The key and obvious failure in the analogy of school to work is that you can get fired from a job. Can you get fired from school? If we want to pursue the school as work analogy, will students be able to organize into a union? Will they have grievance procedures? Will they have guaranteed time off? Maybe turning school into a job is not such a bad thing after all, I add facetiously, because that at least would mean there would be no way of extending the school year and requiring students to work more days even if for the same pay unless they agreed to do so. Treating education as a job would simply be to recognize how alienating school is rather than a way to recognize what it is, an opportunity to learn something and to test out your wings.
Why all these misleading analogies, that of “human capital” and that of education as a job?
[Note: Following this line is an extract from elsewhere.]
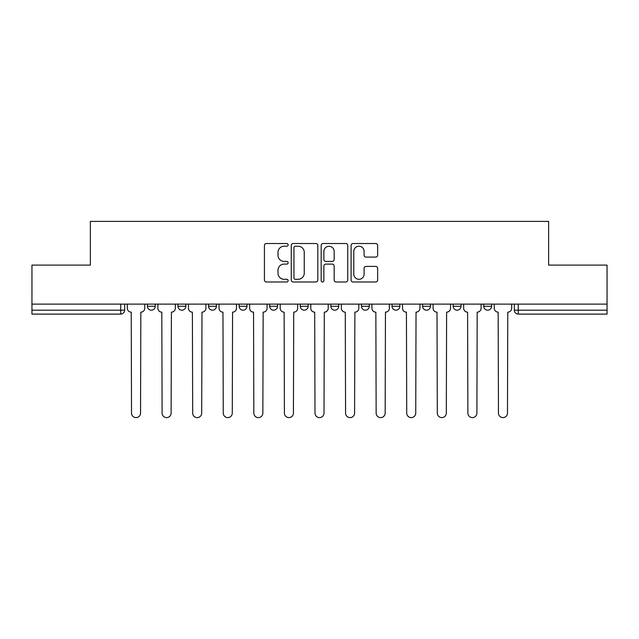 <?xml version="1.0" encoding="UTF-8"?>
<svg xmlns="http://www.w3.org/2000/svg" width="639" height="639" viewBox="0 0 639 639"><rect width="100%" height="100%" fill="white"/><g stroke="black" fill="none" stroke-linecap="round" stroke-linejoin="round"><path stroke-width="0.96" d="M288.141 244.865A1.35 1.35 0 0 0 286.791 243.515L266.351 243.515A1.925 1.925 0 0 0 264.426 245.44L264.426 280.074A1.925 1.925 0 0 0 266.351 281.991L286.791 281.991A1.35 1.35 0 0 0 288.141 280.649A1.35 1.35 0 0 0 286.791 279.299L284.147 279.299A6.158 6.158 0 0 1 277.989 273.141L277.989 270.257A6.158 6.158 0 0 1 284.147 264.099L286.791 264.099A1.35 1.35 0 0 0 288.141 262.757A1.35 1.35 0 0 0 286.791 261.407L284.147 261.407A6.158 6.158 0 0 1 277.989 255.249L277.989 252.365A6.158 6.158 0 0 1 284.147 246.207L286.791 246.207A1.35 1.35 0 0 0 288.141 244.865M483.755 304.116L483.755 306.273L491.599 306.273A3.922 3.922 0 0 1 487.677 310.187A3.922 3.922 0 0 1 483.755 306.273L483.755 304.116M392.026 304.116L392.026 306.273L399.862 306.273A3.922 3.922 0 0 1 395.948 310.187A3.922 3.922 0 0 1 392.026 306.273L392.026 304.116M330.866 304.116L330.866 306.273L338.71 306.273A3.922 3.922 0 0 1 334.788 310.187A3.922 3.922 0 0 1 330.866 306.273L330.866 304.116M300.29 304.116L300.29 306.273L308.134 306.273A3.922 3.922 0 0 1 304.212 310.187A3.922 3.922 0 0 1 300.29 306.273L300.29 304.116M239.138 304.116L239.138 306.273L246.973 306.273A3.922 3.922 0 0 1 243.052 310.187A3.922 3.922 0 0 1 239.138 306.273L239.138 304.116M375.732 257.078A1.925 1.925 0 0 0 377.649 255.153L377.649 245.44A1.925 1.925 0 0 0 375.732 243.515L353.024 243.515A1.925 1.925 0 0 0 351.099 245.44L351.099 280.074A1.925 1.925 0 0 0 353.024 281.991L375.732 281.991A1.925 1.925 0 0 0 377.649 280.074L377.649 268.332A1.925 1.925 0 0 0 375.732 266.407L366.011 266.407A1.925 1.925 0 0 0 364.086 268.332L364.086 274.155A5.144 5.144 0 0 1 358.942 279.299A5.144 5.144 0 0 1 353.798 274.155L353.798 251.359A5.144 5.144 0 0 1 358.942 246.207A5.144 5.144 0 0 1 364.086 251.359L364.086 255.153A1.925 1.925 0 0 0 366.011 257.078L375.732 257.078M31.95 304.116L31.95 265.105L90.363 265.105L90.363 221.398L548.637 221.398L548.637 265.105L607.05 265.105L607.05 304.116L31.95 304.116L31.95 310.187L124.661 310.187L124.661 304.116L124.661 310.187A3.922 3.922 0 0 1 120.747 314.108L31.95 314.108L31.95 310.187M317.815 245.44A1.925 1.925 0 0 0 315.89 243.515L293.189 243.515A1.925 1.925 0 0 0 291.264 245.44L291.264 280.074A1.925 1.925 0 0 0 293.189 281.991L315.89 281.991A1.925 1.925 0 0 0 317.815 280.074L317.815 245.44M323.11 243.515L345.811 243.515A1.925 1.925 0 0 1 347.736 245.44L347.736 280.074A1.925 1.925 0 0 1 345.811 281.991L336.098 281.991A1.925 1.925 0 0 1 334.173 280.074L334.173 266.024A1.925 1.925 0 0 0 332.248 264.099L325.802 264.099A1.925 1.925 0 0 0 323.877 266.024L323.877 280.649A1.35 1.35 0 0 1 322.527 281.991A1.35 1.35 0 0 1 321.185 280.649L321.185 245.44A1.925 1.925 0 0 1 323.11 243.515M514.339 304.116L514.339 310.187L607.05 310.187L607.05 314.108L518.253 314.108A3.922 3.922 0 0 1 514.339 310.187A3.922 3.922 0 0 0 518.253 314.108L518.253 304.116M607.05 304.116L607.05 310.187M491.599 304.116L491.599 306.273A3.922 3.922 0 0 1 487.677 310.187M461.023 304.116L461.023 306.273A3.922 3.922 0 0 1 457.101 310.187A3.922 3.922 0 0 1 453.179 306.273L461.023 306.273M453.179 304.116L453.179 306.273M430.446 304.116L430.446 306.273A3.922 3.922 0 0 1 426.525 310.187A3.922 3.922 0 0 1 422.603 306.273L430.446 306.273L430.446 304.116M422.603 304.116L422.603 306.273M399.862 304.116L399.862 306.273M369.286 304.116L369.286 306.273A3.922 3.922 0 0 1 365.364 310.187A3.922 3.922 0 0 1 361.45 306.273L369.286 306.273L369.286 304.116M361.45 304.116L361.45 306.273M338.71 304.116L338.71 306.273L338.71 304.116M308.134 306.273L308.134 304.116L308.134 306.273A3.922 3.922 0 0 1 304.212 310.187M277.55 304.116L277.55 306.273A3.922 3.922 0 0 1 273.636 310.187A3.922 3.922 0 0 1 269.714 306.273A3.922 3.922 0 0 0 273.636 310.187A3.922 3.922 0 0 0 277.55 306.273L277.55 304.116M269.714 304.116L269.714 306.273L277.55 306.273M246.973 304.116L246.973 306.273M216.397 304.116L216.397 306.273A3.922 3.922 0 0 1 212.475 310.187A3.922 3.922 0 0 1 208.554 306.273A3.922 3.922 0 0 0 212.475 310.187A3.922 3.922 0 0 0 216.397 306.273L208.554 306.273L208.554 304.116M177.977 304.116L177.977 306.273L185.821 306.273L185.821 304.116L185.821 306.273A3.922 3.922 0 0 1 181.899 310.187A3.922 3.922 0 0 1 177.977 306.273A3.922 3.922 0 0 0 181.899 310.187M147.401 304.116L147.401 306.273L155.245 306.273L155.245 304.116L155.245 306.273A3.922 3.922 0 0 1 151.323 310.187A3.922 3.922 0 0 1 147.401 306.273A3.922 3.922 0 0 0 151.323 310.187M295.306 246.207A1.35 1.35 0 0 0 293.956 247.557L293.956 277.957A1.35 1.35 0 0 0 295.306 279.299L298.093 279.299A6.158 6.158 0 0 0 304.252 273.141L304.252 252.365A6.158 6.158 0 0 0 298.093 246.207L295.306 246.207M334.173 251.454A5.144 5.144 0 0 0 329.021 246.303A5.144 5.144 0 0 0 323.877 251.454L323.877 259.482A1.925 1.925 0 0 0 325.802 261.407L332.248 261.407A1.925 1.925 0 0 0 334.173 259.482L334.173 251.454M127.313 308.23L127.313 304.116L127.313 308.23A3.922 3.922 48.4 0 0 131.227 312.151L131.522 413.098A4.505 4.505 48.4 0 0 136.035 417.602A4.505 4.505 48.4 0 0 140.54 413.098L140.836 312.151A3.922 3.922 48.4 0 0 144.757 308.23L144.757 304.116M131.227 312.151L131.522 413.098M140.54 413.098L140.836 312.151M157.889 308.23L157.889 304.116L157.889 308.23A3.922 3.922 48.4 0 0 161.811 312.151L162.098 413.098A4.505 4.505 48.4 0 0 166.611 417.602A4.505 4.505 48.4 0 0 171.116 413.098L171.412 312.151A3.922 3.922 48.4 0 0 175.334 308.23L175.334 304.116M188.465 308.23L188.465 304.116L188.465 308.23A3.922 3.922 48.4 0 0 192.387 312.151L192.682 413.098A4.505 4.505 48.4 0 0 197.187 417.602A4.505 4.505 48.4 0 0 201.7 413.098L201.988 312.151A3.922 3.922 48.4 0 0 205.91 308.23L205.91 304.116M161.811 312.151L162.098 413.098M171.116 413.098L171.412 312.151M192.387 312.151L192.682 413.098M201.7 413.098L201.988 312.151M219.041 308.23L219.041 304.116L219.041 308.23A3.922 3.922 48.4 0 0 222.963 312.151L223.259 413.098A4.505 4.505 48.4 0 0 227.764 417.602A4.505 4.505 48.4 0 0 232.276 413.098L232.572 312.151A3.922 3.922 48.4 0 0 236.486 308.23L236.486 304.116M249.625 308.23L249.625 304.116L249.625 308.23A3.922 3.922 48.4 0 0 253.539 312.151L253.835 413.098A4.505 4.505 48.4 0 0 258.348 417.602A4.505 4.505 48.4 0 0 262.853 413.098L263.148 312.151A3.922 3.922 48.4 0 0 267.07 308.23L267.07 304.116M280.202 308.23L280.202 304.116L280.202 308.23A3.922 3.922 48.4 0 0 284.123 312.151L284.411 413.098A4.505 4.505 48.4 0 0 288.924 417.602A4.505 4.505 48.4 0 0 293.429 413.098L293.724 312.151A3.922 3.922 48.4 0 0 297.646 308.23L297.646 304.116M222.963 312.151L223.259 413.098M232.276 413.098L232.572 312.151M253.539 312.151L253.835 413.098M262.853 413.098L263.148 312.151M284.123 312.151L284.411 413.098M293.429 413.098L293.724 312.151M310.778 308.23L310.778 304.116L310.778 308.23A3.922 3.922 48.4 0 0 314.7 312.151L314.995 413.098A4.505 4.505 48.4 0 0 319.5 417.602A4.505 4.505 48.4 0 0 324.005 413.098L324.3 312.151A3.922 3.922 48.4 0 0 328.222 308.23L328.222 304.116M314.7 312.151L314.995 413.098M324.005 413.098L324.3 312.151M341.354 308.23L341.354 304.116L341.354 308.23A3.922 3.922 48.4 0 0 345.276 312.151L345.571 413.098A4.505 4.505 48.4 0 0 350.076 417.602A4.505 4.505 48.4 0 0 354.589 413.098L354.877 312.151A3.922 3.922 48.4 0 0 358.798 308.23L358.798 304.116M345.276 312.151L345.571 413.098M354.589 413.098L354.877 312.151M371.93 308.23L371.93 304.116L371.93 308.23A3.922 3.922 48.4 0 0 375.852 312.151L376.147 413.098A4.505 4.505 48.4 0 0 380.652 417.602A4.505 4.505 48.4 0 0 385.165 413.098L385.461 312.151A3.922 3.922 48.4 0 0 389.375 308.23L389.375 304.116M375.852 312.151L376.147 413.098M385.165 413.098L385.461 312.151M402.514 308.23L402.514 304.116L402.514 308.23A3.922 3.922 48.4 0 0 406.428 312.151L406.723 413.098A4.505 4.505 48.4 0 0 411.236 417.602A4.505 4.505 48.4 0 0 415.741 413.098L416.037 312.151A3.922 3.922 48.4 0 0 419.959 308.23L419.959 304.116M406.428 312.151L406.723 413.098M415.741 413.098L416.037 312.151M433.09 308.23L433.09 304.116L433.09 308.23A3.922 3.922 48.4 0 0 437.012 312.151L437.3 413.098A4.505 4.505 48.4 0 0 441.813 417.602A4.505 4.505 48.4 0 0 446.318 413.098L446.613 312.151A3.922 3.922 48.4 0 0 450.535 308.23L450.535 304.116M437.012 312.151L437.3 413.098M446.318 413.098L446.613 312.151M463.666 308.23L463.666 304.116L463.666 308.23A3.922 3.922 48.4 0 0 467.588 312.151L467.884 413.098A4.505 4.505 48.4 0 0 472.389 417.602A4.505 4.505 48.4 0 0 476.902 413.098L477.189 312.151A3.922 3.922 48.4 0 0 481.111 308.23L481.111 304.116M467.588 312.151L467.884 413.098M476.902 413.098L477.189 312.151M494.243 308.23L494.243 304.116L494.243 308.23A3.922 3.922 48.4 0 0 498.164 312.151L498.46 413.098A4.505 4.505 48.4 0 0 502.965 417.602A4.505 4.505 48.4 0 0 507.478 413.098L507.773 312.151A3.922 3.922 48.4 0 0 511.687 308.23L511.687 304.116M498.164 312.151L498.46 413.098M507.478 413.098L507.773 312.151M120.747 304.116L120.747 314.108"/></g></svg>

It is because that is the state of knowledge about how education works, strained analogies grasped at in lieu of anything solid. Cognitive psychology and brain neurology have not yet come up with very much that can enlighten us about how people really learn, how you get your mind to memorize or how you come up with analogies. Given the absence of real research, we reach for clichés, and treat them as findings. That, after all, is part of how the mind works whenever it is confronted with situations that are but barely fathomed. Education is still looking for its Newton. Meanwhile, we just have to push on as best we can, engaged more in the game of identifying winners at the game of education than knowing how to improve the performance of students, especially those who are never going to be winners.